INFORMATION SUPPLIED below:
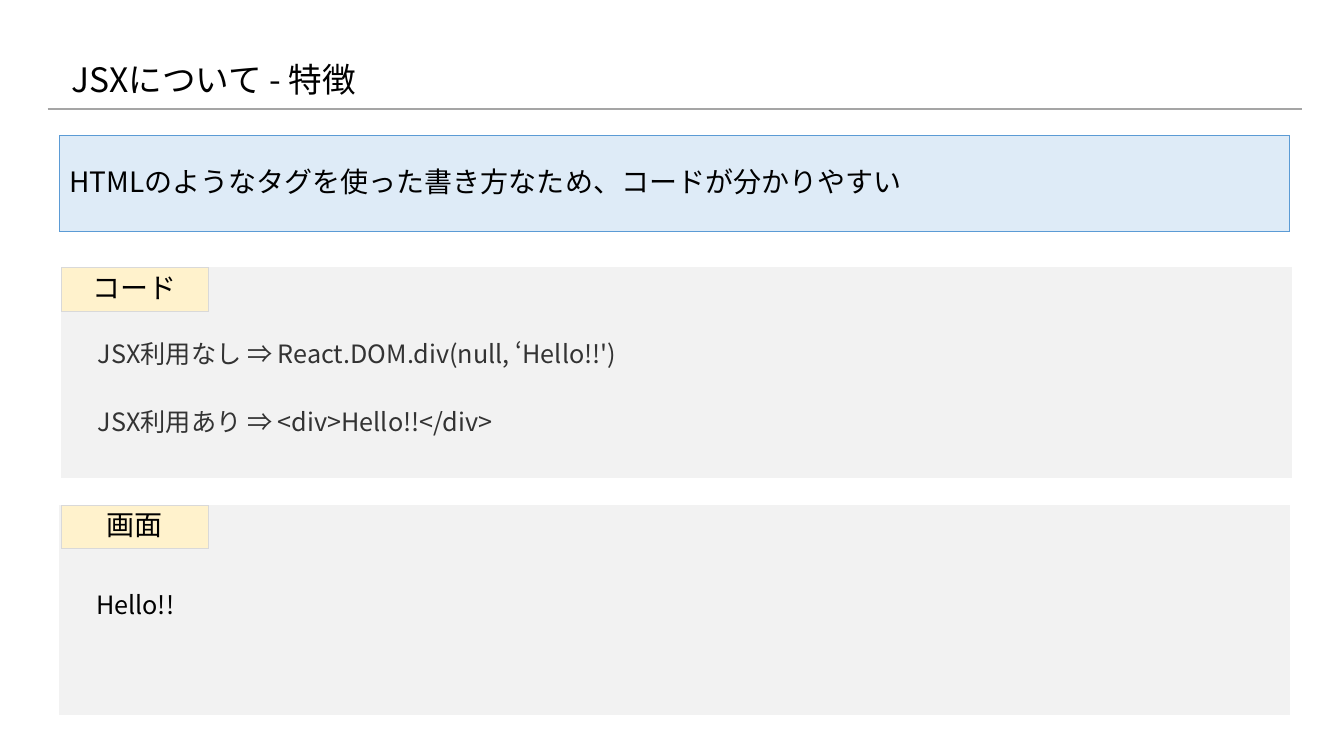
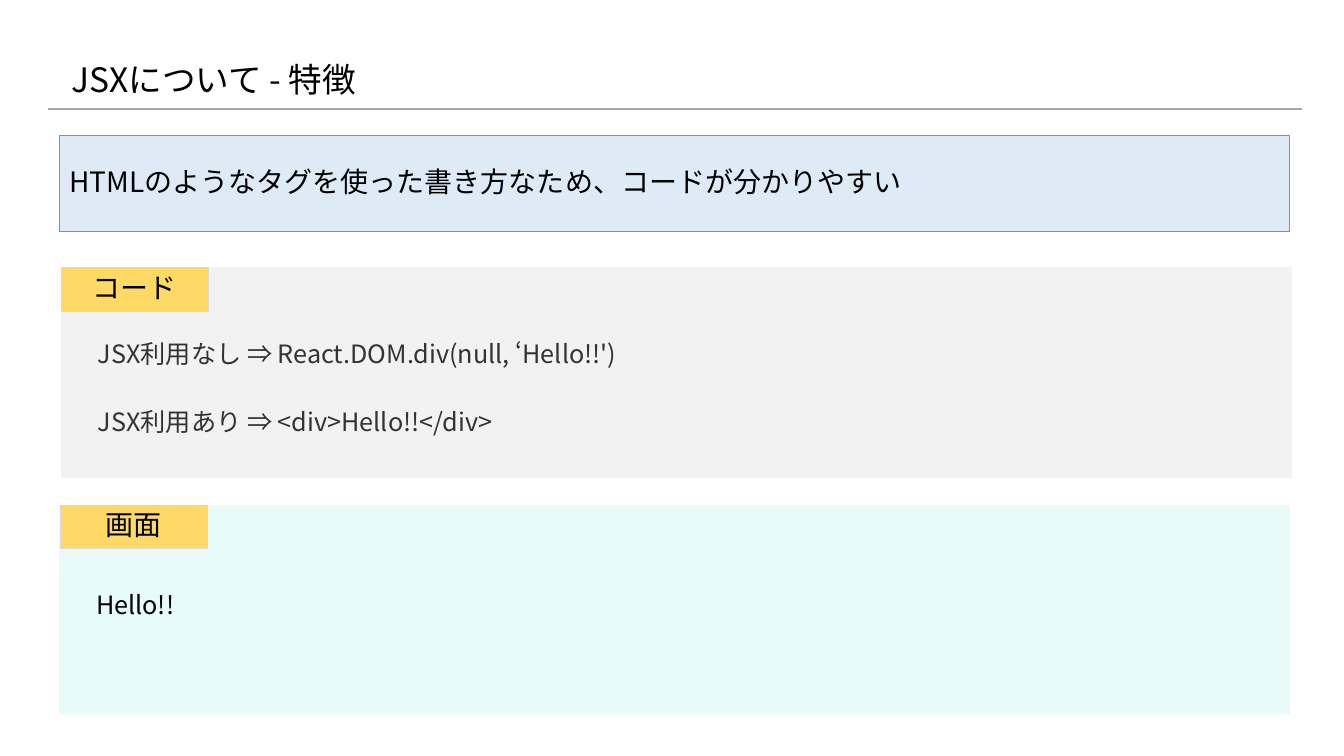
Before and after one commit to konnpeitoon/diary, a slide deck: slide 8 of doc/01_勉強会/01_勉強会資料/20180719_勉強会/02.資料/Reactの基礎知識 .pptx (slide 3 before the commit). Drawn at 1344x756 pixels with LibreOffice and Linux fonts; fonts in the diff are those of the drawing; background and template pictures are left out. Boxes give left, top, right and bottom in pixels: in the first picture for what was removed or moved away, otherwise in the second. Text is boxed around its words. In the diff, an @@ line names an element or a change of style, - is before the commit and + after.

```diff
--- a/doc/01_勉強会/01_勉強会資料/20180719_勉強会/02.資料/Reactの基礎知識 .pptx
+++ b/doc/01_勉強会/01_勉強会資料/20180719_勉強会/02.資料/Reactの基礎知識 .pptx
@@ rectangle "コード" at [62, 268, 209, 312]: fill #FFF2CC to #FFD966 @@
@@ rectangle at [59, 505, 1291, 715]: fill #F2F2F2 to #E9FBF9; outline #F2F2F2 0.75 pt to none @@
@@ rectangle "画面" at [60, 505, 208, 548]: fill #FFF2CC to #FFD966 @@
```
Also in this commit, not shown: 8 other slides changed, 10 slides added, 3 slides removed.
End of INFORMATION SUPPLIED.
INFORMATION SUPPLIED below:
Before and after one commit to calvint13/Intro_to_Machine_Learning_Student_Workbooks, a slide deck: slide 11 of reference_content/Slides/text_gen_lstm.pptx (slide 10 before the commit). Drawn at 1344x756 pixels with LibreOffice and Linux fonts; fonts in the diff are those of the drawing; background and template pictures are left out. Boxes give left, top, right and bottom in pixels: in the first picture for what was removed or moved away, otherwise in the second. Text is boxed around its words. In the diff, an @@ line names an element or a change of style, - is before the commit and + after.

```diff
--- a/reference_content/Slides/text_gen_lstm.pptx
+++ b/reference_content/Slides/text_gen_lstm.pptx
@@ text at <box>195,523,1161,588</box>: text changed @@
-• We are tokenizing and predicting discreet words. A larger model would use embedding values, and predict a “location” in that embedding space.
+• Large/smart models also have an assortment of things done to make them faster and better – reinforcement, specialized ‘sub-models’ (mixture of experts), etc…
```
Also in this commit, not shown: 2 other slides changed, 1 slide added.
End of INFORMATION SUPPLIED.
From the records above, copy out the line with "Before and after one commit to konnpeitoon/diary, a", the line with "Also in this commit, not shown: 8", and every line between them, word for word.

Before and after one commit to konnpeitoon/diary, a slide deck: slide 8 of doc/01_勉強会/01_勉強会資料/20180719_勉強会/02.資料/Reactの基礎知識 .pptx (slide 3 before the commit). Drawn at 1344x756 pixels with LibreOffice and Linux fonts; fonts in the diff are those of the drawing; background and template pictures are left out. Boxes give left, top, right and bottom in pixels: in the first picture for what was removed or moved away, otherwise in the second. Text is boxed around its words. In the diff, an @@ line names an element or a change of style, - is before the commit and + after.

```diff
--- a/doc/01_勉強会/01_勉強会資料/20180719_勉強会/02.資料/Reactの基礎知識 .pptx
+++ b/doc/01_勉強会/01_勉強会資料/20180719_勉強会/02.資料/Reactの基礎知識 .pptx
@@ rectangle "コード" at [62, 268, 209, 312]: fill #FFF2CC to #FFD966 @@
@@ rectangle at [59, 505, 1291, 715]: fill #F2F2F2 to #E9FBF9; outline #F2F2F2 0.75 pt to none @@
@@ rectangle "画面" at [60, 505, 208, 548]: fill #FFF2CC to #FFD966 @@
```
Also in this commit, not shown: 8 other slides changed, 10 slides added, 3 slides removed.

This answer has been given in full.